- _What is expected_
Search the listing below for the word "rectangle" and return each line that contains it.

- _Task material_
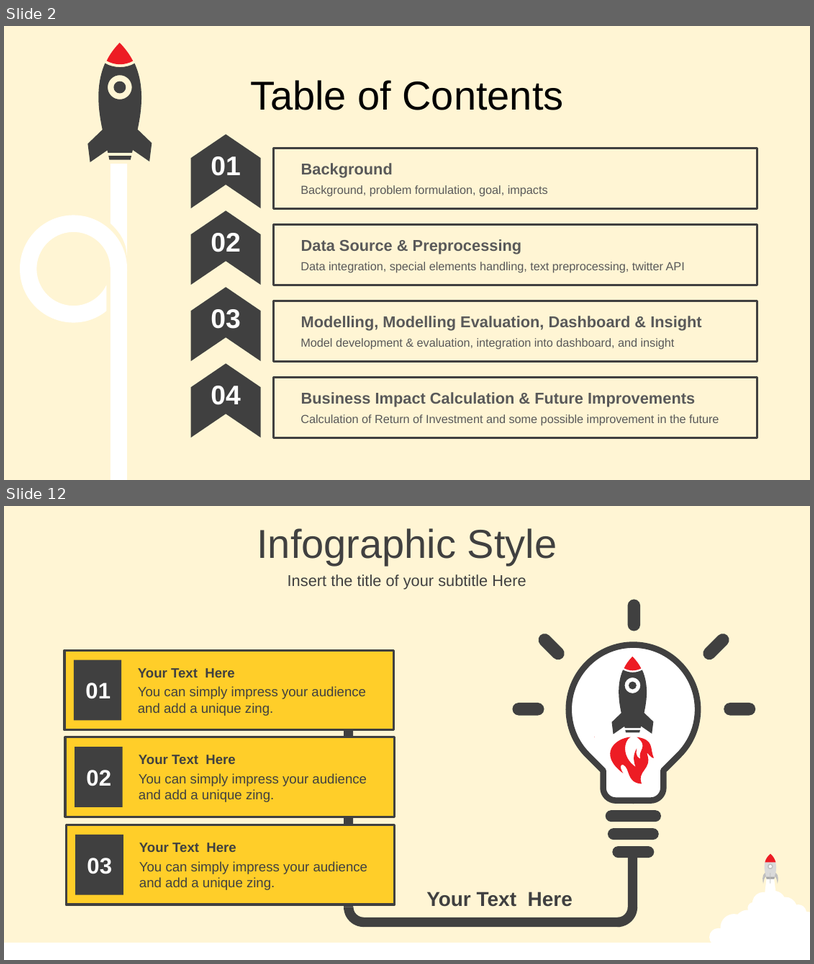
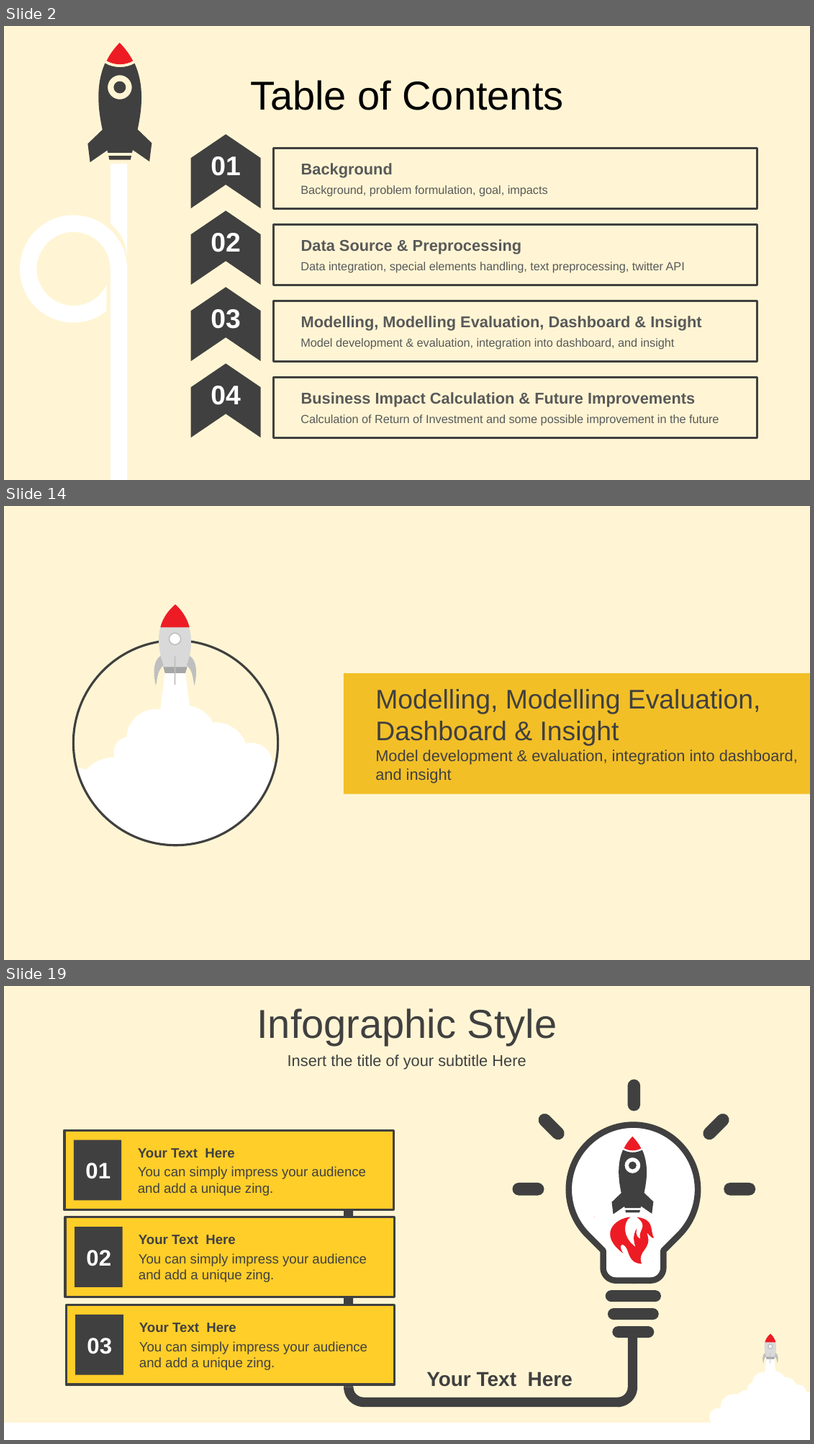
Before and after one commit to Damianus04/data-science-purwadhika-final-project, a slide deck: 0-Final-Project-Presentation.pptx. Shown one above the other, each under a label of ours: slides 2 and 12 before the commit, slides 2, 14 and 19 after it; the slides between them are not shown. The pictures are 814x964 and 814x1444 pixels, drawn with LibreOffice and Linux fonts; fonts in the diff are those of the drawing. Boxes give left, top, right and bottom in pixels: in the first picture for what was removed or moved away, otherwise in the second. Text is boxed around its words. In the diff, an @@ line names an element or a change of style, - is before the commit and + after.

```diff
--- a/0-Final-Project-Presentation.pptx
+++ b/0-Final-Project-Presentation.pptx
@@ slide 14 added at <box>4,506,810,960</box>, background #FFF5D4 @@
@@ group added at <box>73,605,278,844</box>: 6 freeform shapes, 2 ellipses, 1 rectangle @@
@@ rectangle added at <box>344,673,810,794</box>, fill #F2BF27 @@
@@ text added at <box>376,689,761,746</box>, 24 pt, text #404040 @@
+Modelling, Modelling Evaluation, Dashboard & Insight
@@ text added at <box>376,749,798,783</box>, 14 pt, text #404040 @@
+Model development & evaluation, integration into dashboard, and insight
@@ what was slide 12 is now slide 19 @@
```
Also in this commit, not shown: 3 slides changed, 16 other slides added, 3 other files.

- _Task response_
@@ group added at <box>73,605,278,844</box>: 6 freeform shapes, 2 ellipses, 1 rectangle @@
@@ rectangle added at <box>344,673,810,794</box>, fill #F2BF27 @@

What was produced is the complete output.